DATA START
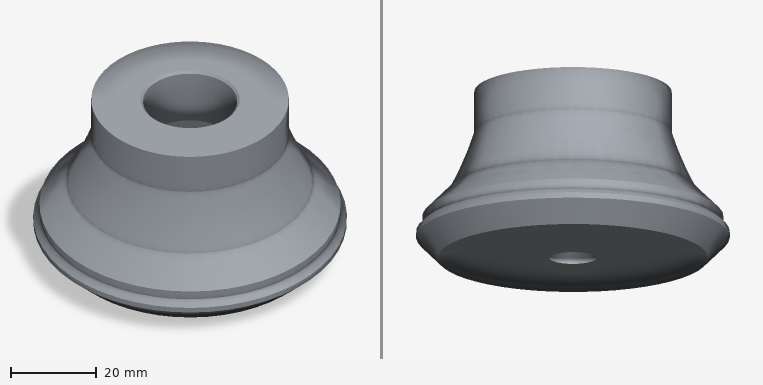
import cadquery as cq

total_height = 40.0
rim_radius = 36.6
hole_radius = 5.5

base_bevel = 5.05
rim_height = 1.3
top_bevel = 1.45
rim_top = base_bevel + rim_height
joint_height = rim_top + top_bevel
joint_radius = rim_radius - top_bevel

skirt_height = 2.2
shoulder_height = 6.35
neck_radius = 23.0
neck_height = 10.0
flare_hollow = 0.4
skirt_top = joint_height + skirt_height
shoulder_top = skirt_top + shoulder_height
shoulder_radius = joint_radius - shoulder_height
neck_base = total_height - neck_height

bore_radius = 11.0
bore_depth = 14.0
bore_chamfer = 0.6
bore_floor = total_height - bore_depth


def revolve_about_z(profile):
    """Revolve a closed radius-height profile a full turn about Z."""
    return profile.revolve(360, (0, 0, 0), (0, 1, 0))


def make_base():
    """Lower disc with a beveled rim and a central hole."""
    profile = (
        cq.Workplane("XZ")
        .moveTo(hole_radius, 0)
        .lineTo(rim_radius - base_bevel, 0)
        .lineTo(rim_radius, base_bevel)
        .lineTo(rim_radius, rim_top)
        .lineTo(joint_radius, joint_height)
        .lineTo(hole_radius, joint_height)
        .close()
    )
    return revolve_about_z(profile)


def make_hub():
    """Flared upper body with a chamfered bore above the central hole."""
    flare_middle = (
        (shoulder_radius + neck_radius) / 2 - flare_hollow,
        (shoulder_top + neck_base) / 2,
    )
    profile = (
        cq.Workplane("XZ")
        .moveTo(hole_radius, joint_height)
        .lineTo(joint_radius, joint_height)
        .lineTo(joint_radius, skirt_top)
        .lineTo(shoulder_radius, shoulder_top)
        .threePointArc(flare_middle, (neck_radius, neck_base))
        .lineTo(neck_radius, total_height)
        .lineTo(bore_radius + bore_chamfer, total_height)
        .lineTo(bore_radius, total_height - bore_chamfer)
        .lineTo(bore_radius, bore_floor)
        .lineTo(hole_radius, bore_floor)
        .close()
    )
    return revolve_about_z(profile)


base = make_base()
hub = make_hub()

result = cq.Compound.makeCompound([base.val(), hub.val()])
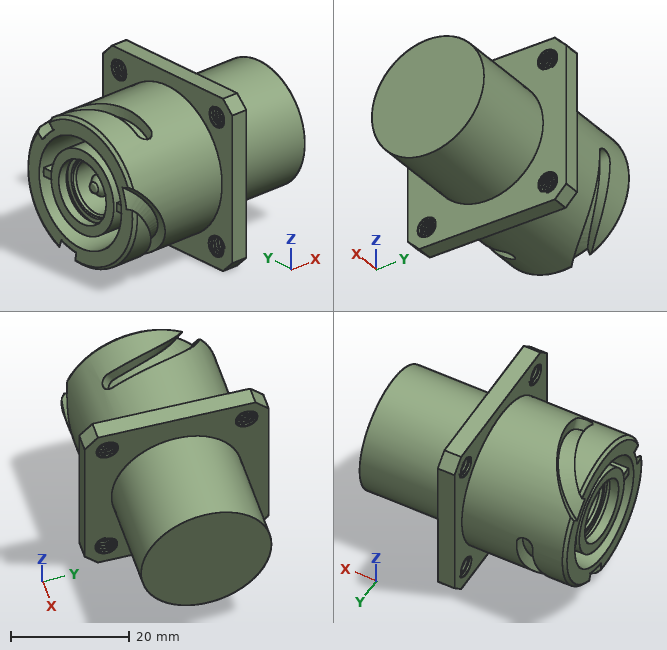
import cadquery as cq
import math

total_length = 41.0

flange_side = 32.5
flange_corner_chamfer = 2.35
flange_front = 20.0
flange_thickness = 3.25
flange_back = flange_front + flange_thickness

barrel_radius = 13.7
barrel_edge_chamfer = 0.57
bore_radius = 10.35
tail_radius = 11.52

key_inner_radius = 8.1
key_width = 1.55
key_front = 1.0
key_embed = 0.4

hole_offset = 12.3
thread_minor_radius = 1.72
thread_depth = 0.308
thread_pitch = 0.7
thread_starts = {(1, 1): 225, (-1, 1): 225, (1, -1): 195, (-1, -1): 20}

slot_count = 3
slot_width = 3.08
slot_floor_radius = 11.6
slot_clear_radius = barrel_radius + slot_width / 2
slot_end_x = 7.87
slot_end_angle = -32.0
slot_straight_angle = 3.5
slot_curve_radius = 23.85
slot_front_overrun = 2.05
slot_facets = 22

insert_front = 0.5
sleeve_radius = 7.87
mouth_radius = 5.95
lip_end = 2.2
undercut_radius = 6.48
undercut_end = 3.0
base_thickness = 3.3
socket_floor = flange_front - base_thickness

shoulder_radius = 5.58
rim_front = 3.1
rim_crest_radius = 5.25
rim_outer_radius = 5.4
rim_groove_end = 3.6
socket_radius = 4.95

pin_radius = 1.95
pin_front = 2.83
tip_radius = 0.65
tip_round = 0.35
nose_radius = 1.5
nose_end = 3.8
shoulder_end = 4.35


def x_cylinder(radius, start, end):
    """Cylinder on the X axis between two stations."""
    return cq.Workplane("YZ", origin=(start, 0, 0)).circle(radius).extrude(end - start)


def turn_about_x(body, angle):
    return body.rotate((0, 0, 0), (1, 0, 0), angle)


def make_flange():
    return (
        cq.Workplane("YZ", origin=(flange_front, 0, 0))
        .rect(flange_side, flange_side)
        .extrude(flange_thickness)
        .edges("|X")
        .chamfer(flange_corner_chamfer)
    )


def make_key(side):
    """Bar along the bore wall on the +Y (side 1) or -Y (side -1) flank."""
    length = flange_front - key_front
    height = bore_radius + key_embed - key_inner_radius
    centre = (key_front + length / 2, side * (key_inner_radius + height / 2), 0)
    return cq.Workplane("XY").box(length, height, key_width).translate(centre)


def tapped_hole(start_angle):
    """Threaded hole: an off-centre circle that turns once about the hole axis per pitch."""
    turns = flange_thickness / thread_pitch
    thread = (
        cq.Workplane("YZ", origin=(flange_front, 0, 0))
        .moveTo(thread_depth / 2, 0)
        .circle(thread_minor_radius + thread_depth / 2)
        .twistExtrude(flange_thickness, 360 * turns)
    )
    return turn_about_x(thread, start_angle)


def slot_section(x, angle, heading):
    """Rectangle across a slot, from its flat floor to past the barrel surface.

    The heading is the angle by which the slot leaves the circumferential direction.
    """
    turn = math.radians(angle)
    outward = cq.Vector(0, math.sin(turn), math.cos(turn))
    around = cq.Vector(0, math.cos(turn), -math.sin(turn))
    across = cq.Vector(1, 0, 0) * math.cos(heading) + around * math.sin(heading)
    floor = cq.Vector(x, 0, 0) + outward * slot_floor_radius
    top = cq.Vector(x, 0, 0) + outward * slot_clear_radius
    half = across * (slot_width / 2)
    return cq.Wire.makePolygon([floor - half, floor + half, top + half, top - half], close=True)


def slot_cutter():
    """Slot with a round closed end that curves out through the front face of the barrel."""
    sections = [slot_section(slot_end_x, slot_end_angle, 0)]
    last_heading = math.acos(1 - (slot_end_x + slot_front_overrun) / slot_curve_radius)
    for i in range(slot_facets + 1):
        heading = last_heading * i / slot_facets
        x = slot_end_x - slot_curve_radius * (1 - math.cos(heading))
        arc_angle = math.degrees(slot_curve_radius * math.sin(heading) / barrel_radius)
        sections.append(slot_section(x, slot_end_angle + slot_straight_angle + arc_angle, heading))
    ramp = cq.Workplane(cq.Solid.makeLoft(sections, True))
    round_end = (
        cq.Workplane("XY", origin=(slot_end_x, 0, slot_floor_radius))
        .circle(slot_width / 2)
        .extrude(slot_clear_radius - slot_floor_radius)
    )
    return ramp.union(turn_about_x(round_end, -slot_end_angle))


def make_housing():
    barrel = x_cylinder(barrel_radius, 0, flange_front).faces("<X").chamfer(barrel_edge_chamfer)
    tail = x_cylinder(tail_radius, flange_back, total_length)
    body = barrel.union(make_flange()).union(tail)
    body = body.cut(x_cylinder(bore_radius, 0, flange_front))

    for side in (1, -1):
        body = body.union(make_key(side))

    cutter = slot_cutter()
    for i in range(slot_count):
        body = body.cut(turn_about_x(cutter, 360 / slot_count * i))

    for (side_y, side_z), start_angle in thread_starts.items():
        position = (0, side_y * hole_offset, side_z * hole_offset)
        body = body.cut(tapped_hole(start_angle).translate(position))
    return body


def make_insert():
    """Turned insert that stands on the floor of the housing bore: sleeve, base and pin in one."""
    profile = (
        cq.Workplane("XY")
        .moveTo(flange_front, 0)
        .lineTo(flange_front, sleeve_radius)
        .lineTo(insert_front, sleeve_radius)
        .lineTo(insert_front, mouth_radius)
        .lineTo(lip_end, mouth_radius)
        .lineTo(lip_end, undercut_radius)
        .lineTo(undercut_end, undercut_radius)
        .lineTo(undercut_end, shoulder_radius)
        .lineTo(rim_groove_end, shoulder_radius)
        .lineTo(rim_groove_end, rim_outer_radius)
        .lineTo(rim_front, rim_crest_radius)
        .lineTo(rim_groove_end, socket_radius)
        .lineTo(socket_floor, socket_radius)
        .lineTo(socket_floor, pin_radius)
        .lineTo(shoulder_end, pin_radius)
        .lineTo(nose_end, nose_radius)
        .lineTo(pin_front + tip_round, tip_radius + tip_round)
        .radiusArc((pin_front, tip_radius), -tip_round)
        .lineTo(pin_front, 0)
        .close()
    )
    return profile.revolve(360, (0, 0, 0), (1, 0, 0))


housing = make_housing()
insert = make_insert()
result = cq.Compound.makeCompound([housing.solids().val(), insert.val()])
DATA END
- _WHAT YOU WILL DO_
Reply with the number of lines in the material above that contain "True", and nothing more.

- _SOLVED PROBLEM_
2